Hargeisa peut également compter sur le soutien des Émirats arabes unis, qui ont développé depuis 2017 leurs relations économiques et commerciales avec le territoire. L’opérateur émirati DP World gère et rénove notamment le port de Berbera, présenté comme un point d’accès stratégique vers l’Éthiopie, pays enclavé.
Cette présence émiratie s’inscrit dans une politique plus large d’Abou Dhabi dans la Corne de l’Afrique. Les Émirats cherchent à sécuriser des corridors commerciaux et l’accès à des ressources stratégiques, tout en renforçant leur influence dans cette partie du continent.
Cette dynamique inquiète toutefois plusieurs acteurs régionaux, à commencer par l’Arabie saoudite. Riyad défend le principe de l’intégrité territoriale et soutient le gouvernement de Mogadiscio, alors qu’Abou Dhabi entretient des relations avec plusieurs acteurs autonomistes ou séparatistes de la région.
La reconnaissance israélienne a ainsi suscité une réaction négative bien au-delà de la Somalie. L’Union africaine reste attachée au principe d’intangibilité des frontières hérité de l’Organisation de l’unité africaine, tandis que plusieurs États et organisations internationales continuent de soutenir l’intégrité territoriale de la Somalie.
La Somalie considère toujours le Somaliland comme faisant partie de son territoire, même si elle n’y exerce plus aucun contrôle depuis 1991. La reconnaissance par Israël réduit désormais les perspectives de reprise du dialogue entre Mogadiscio et Hargeisa, alors que plusieurs tentatives de rapprochement avaient été engagées depuis 2012.
Le risque d’une confrontation militaire directe demeure toutefois limité, compte tenu des capacités de l’armée somalienne et des multiples fronts auxquels elle doit déjà faire face. La Somalie est notamment confrontée à la menace des Chabab, tandis que les tensions persistent avec les administrations autonomistes du Puntland et du Jubaland.
À cela s’ajoute la compétition entre les puissances régionales et internationales. La Turquie, le Qatar, l’Égypte, l’Arabie saoudite, les Émirats arabes unis et l’Éthiopie cherchent chacun à préserver ou à renforcer leurs intérêts dans la Corne de l’Afrique. La question de l’accès à la mer, des ports et des infrastructures militaires ajoute une dimension stratégique à ces rivalités.

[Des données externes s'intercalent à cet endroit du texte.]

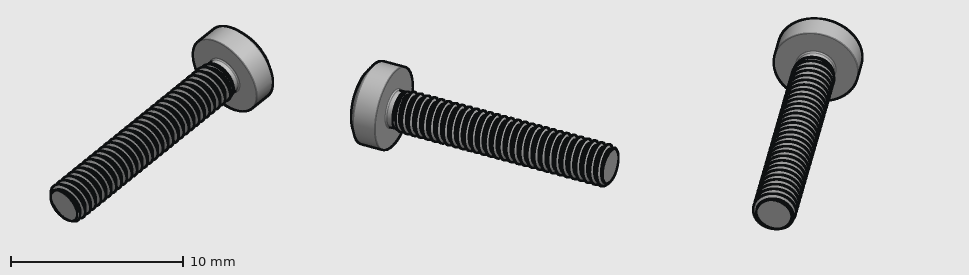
import cadquery as cq
import math

total_length = 16.1

head_radius = 5.0 / 2
head_height = 2.1
rim_height = 1.43
crown_flat_radius = 1.34
crown_bulge = 0.08
rim_top_round = 0.08
rim_bottom_round = 0.03

neck_radius = 1.11
neck_length = 0.43
neck_fillet = 0.08

thread_pitch = 0.45
major_radius = 2.5 / 2
root_radius = 1.01
crest_width = thread_pitch / 8
flank_angle = 30.0
runout_length = 0.39
closed_runout_length = 0.27
tip_radius = 1.06
tip_chamfer_length = 0.21
crest_to_tip = 0.05
root_overlap = 0.05
trim_margin = 0.08
trim_reach = 3 * thread_pitch
spare_turns = 1

shank_length = total_length - head_height
thread_length = shank_length - neck_length


def make_head():
    """Cylindrical rim with a slightly domed, flat-topped crown."""
    profile = (
        cq.Workplane("XY")
        .lineTo(head_radius, 0)
        .lineTo(head_radius, rim_height)
        .sagittaArc((crown_flat_radius, head_height), -crown_bulge)
        .lineTo(0, head_height)
        .close()
    )
    head = profile.revolve(360, (0, 0), (0, 1))
    head = head.faces("%CYLINDER").edges("%CIRCLE and >Y").fillet(rim_top_round)
    return head.faces("<Y").edges().fillet(rim_bottom_round)


def make_neck():
    """Plain neck that flares into the underside of the head."""
    flare_radius = neck_radius + neck_fillet
    arc_offset = neck_fillet * (1 - math.sqrt(0.5))
    return (
        cq.Workplane("XY")
        .lineTo(flare_radius, 0)
        .threePointArc((neck_radius + arc_offset, -arc_offset), (neck_radius, -neck_fillet))
        .lineTo(neck_radius, -neck_length)
        .lineTo(0, -neck_length)
        .close()
        .revolve(360, (0, 0), (0, 1))
    )


def make_end_trim(end_y, end_radius, taper_length, outward):
    """Cutter with a conical mouth that tapers one end of the thread and clears all beyond it."""
    slope = (major_radius - end_radius) / taper_length
    wide_radius = major_radius + trim_margin
    wide_y = end_y - outward * (wide_radius - end_radius) / slope
    far_y = end_y + outward * trim_reach
    outline = [
        (0, end_y),
        (end_radius, end_y),
        (wide_radius, wide_y),
        (wide_radius, far_y),
        (0, far_y),
    ]
    return cq.Workplane("XY").polyline(outline).close().revolve(360, (0, 0), (0, 1))


def make_thread_ridge():
    """Right-handed helical ridge that overshoots both ends of the thread."""
    turns = math.ceil(thread_length / thread_pitch) + 2 * spare_turns
    helix = cq.Wire.makeHelix(thread_pitch, turns * thread_pitch, root_radius)
    flank_slope = math.tan(math.radians(flank_angle))
    crest_half = crest_width / 2
    inner_radius = root_radius - root_overlap
    base_half = crest_half + (major_radius - inner_radius) * flank_slope
    section = [
        (inner_radius, -base_half),
        (major_radius, -crest_half),
        (major_radius, crest_half),
        (inner_radius, base_half),
    ]
    ridge = cq.Workplane("XZ").polyline(section).close().sweep(cq.Workplane(helix), isFrenet=True)
    start = -shank_length + crest_to_tip - spare_turns * thread_pitch
    return ridge.rotate((0, 0, 0), (1, 0, 0), -90).translate((0, start, 0))


def make_closed_runout():
    """Half cone on the -Z side that closes the thread groove just below the neck."""
    end_radius = neck_radius + (major_radius - neck_radius) * closed_runout_length / runout_length
    outline = [
        (0, -neck_length),
        (neck_radius, -neck_length),
        (end_radius, -neck_length - closed_runout_length),
        (0, -neck_length - closed_runout_length),
    ]
    return cq.Workplane("XY").polyline(outline).close().revolve(180, (0, 0), (0, 1))


def make_thread():
    """Root core with a ridge that tapers off at both of its ends."""
    core = cq.Workplane("XZ").circle(root_radius).extrude(thread_length)
    core = core.translate((0, -neck_length, 0))
    ridge = make_thread_ridge()
    ridge = ridge.cut(make_end_trim(-neck_length, neck_radius, runout_length, 1))
    ridge = ridge.cut(make_end_trim(-shank_length, tip_radius, tip_chamfer_length, -1))
    return core.union(ridge).union(make_closed_runout())


result = make_head().union(make_neck()).union(make_thread())
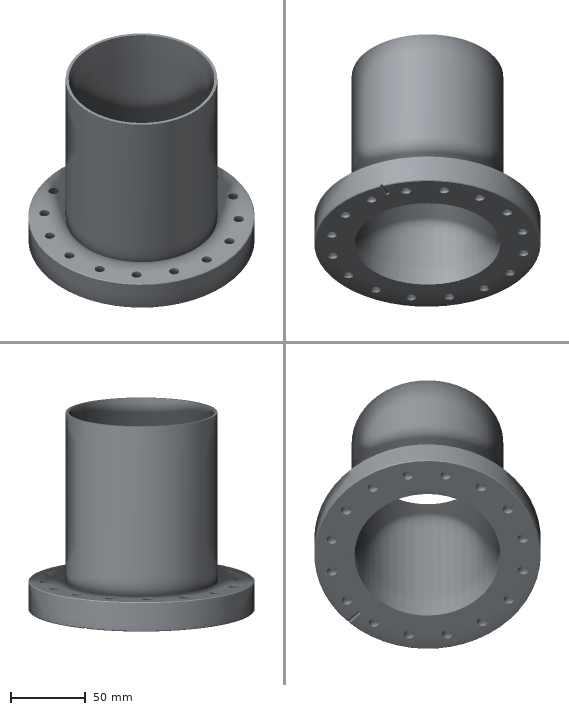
import cadquery as cq

flange_diameter = 151.6
flange_thickness = 20.0
rim_chamfer = 0.5
flange_turn = -0.4

bolt_count = 16
bolt_circle_diameter = 130.3
bolt_hole_diameter = 6.8
bolt_pitch_angle = 360.0 / bolt_count

groove_radius = 1.25
groove_angle = 270.0 - bolt_pitch_angle / 2
groove_inner_radius = bolt_circle_diameter / 2
groove_overrun = 1.0

tube_diameter = 101.6
tube_wall = 2.0
total_height = 134.9

gap_width = 0.5
gap_depth = 1.0


def make_bolt_holes():
    return (
        cq.Workplane("XY")
        .polarArray(bolt_circle_diameter / 2, 0, 360, bolt_count)
        .circle(bolt_hole_diameter / 2)
        .extrude(flange_thickness)
    )


def make_weld_gap():
    return (
        cq.Workplane("XY", origin=(0, 0, flange_thickness - gap_depth))
        .circle(tube_diameter / 2 + gap_width)
        .extrude(gap_depth)
    )


def make_leak_groove():
    return (
        cq.Workplane("YZ", origin=(groove_inner_radius, 0, 0))
        .moveTo(-groove_radius, -groove_overrun)
        .lineTo(-groove_radius, 0)
        .threePointArc((0, groove_radius), (groove_radius, 0))
        .lineTo(groove_radius, -groove_overrun)
        .close()
        .extrude(flange_diameter / 2 + groove_overrun - groove_inner_radius)
        .rotate((0, 0, 0), (0, 0, 1), groove_angle)
    )


def make_flange():
    blank = cq.Workplane("XY").circle(flange_diameter / 2).extrude(flange_thickness)
    blank = blank.faces("<Z or >Z").chamfer(rim_chamfer)
    bore = cq.Workplane("XY").circle(tube_diameter / 2).extrude(flange_thickness)
    flange = blank.cut(bore).cut(make_weld_gap()).cut(make_bolt_holes()).cut(make_leak_groove())
    return flange.rotate((0, 0, 0), (0, 0, 1), flange_turn)


def make_tube():
    return (
        cq.Workplane("XY")
        .circle(tube_diameter / 2)
        .circle(tube_diameter / 2 - tube_wall)
        .extrude(total_height)
    )


flange = make_flange()
tube = make_tube()
result = cq.Compound.makeCompound([flange.val(), tube.val()])
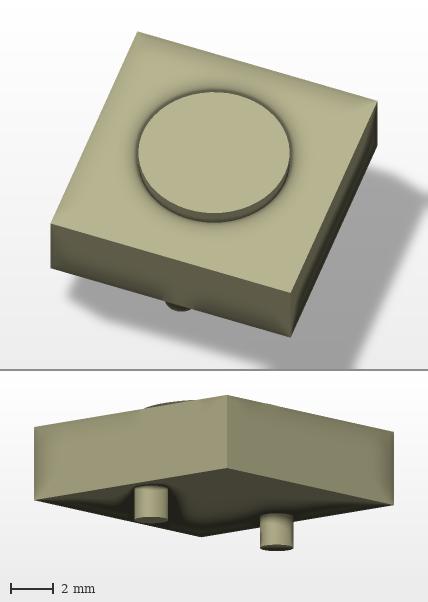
import cadquery as cq

body_side = 12.0
body_height = 3.5

disc_diameter = 7.1
disc_height = 0.75

pin_diameter = 1.6
pin_length = 1.5
pin_spacing = 9.0

body = cq.Workplane("XY").box(body_side, body_side, body_height, centered=(True, True, False))

disc = cq.Workplane("XY").workplane(offset=body_height).circle(disc_diameter / 2).extrude(disc_height)

pin_centers = [(0, -pin_spacing / 2), (0, pin_spacing / 2)]
pins = cq.Workplane("XY").pushPoints(pin_centers).circle(pin_diameter / 2).extrude(-pin_length)

result = body.union(disc).union(pins)

L’Éthiopie illustre cette complexité. En janvier 2024, Addis-Abeba avait signé un protocole d’accord avec Hargeisa qui prévoyait notamment la possibilité d’une implantation militaire éthiopienne sur le littoral somalilandais, en échange d’une perspective de reconnaissance. Face aux réactions internationales, l’accord n’a finalement pas abouti.
Pour Hargeisa, le rapprochement avec Israël reste néanmoins un pari stratégique. La reconnaissance par un premier État peut constituer un précédent susceptible d’ouvrir la voie à d’autres soutiens, notamment aux États-Unis. Des responsables américains favorables à Israël, dont le sénateur républicain Ted Cruz, ont déjà plaidé pour une reconnaissance du Somaliland par Washington.
Mais cette stratégie comporte aussi un risque majeur. En s’alliant étroitement à Israël et aux Émirats, le Somaliland s’expose à l’hostilité de nombreux acteurs qui défendent l’unité territoriale de la Somalie ou contestent l’influence israélienne dans la région.
Le pari de Hargeisa consiste donc à transformer sa position géographique et ses alliances avec les puissances régionales en levier diplomatique. Reste à savoir si cette stratégie lui permettra de franchir le cap de la reconnaissance internationale ou si elle contribuera au contraire à accentuer son isolement.
Comme le souligne Brendon Novel dans Le Monde diplomatique, le Somaliland cherche à tirer profit des rivalités entre les puissances qui se disputent de plus en plus l’influence dans la Corne de l’Afrique. Mais cette stratégie pourrait aussi fragiliser l’image d’« îlot de stabilité » que Hargeisa cherche depuis longtemps à promouvoir.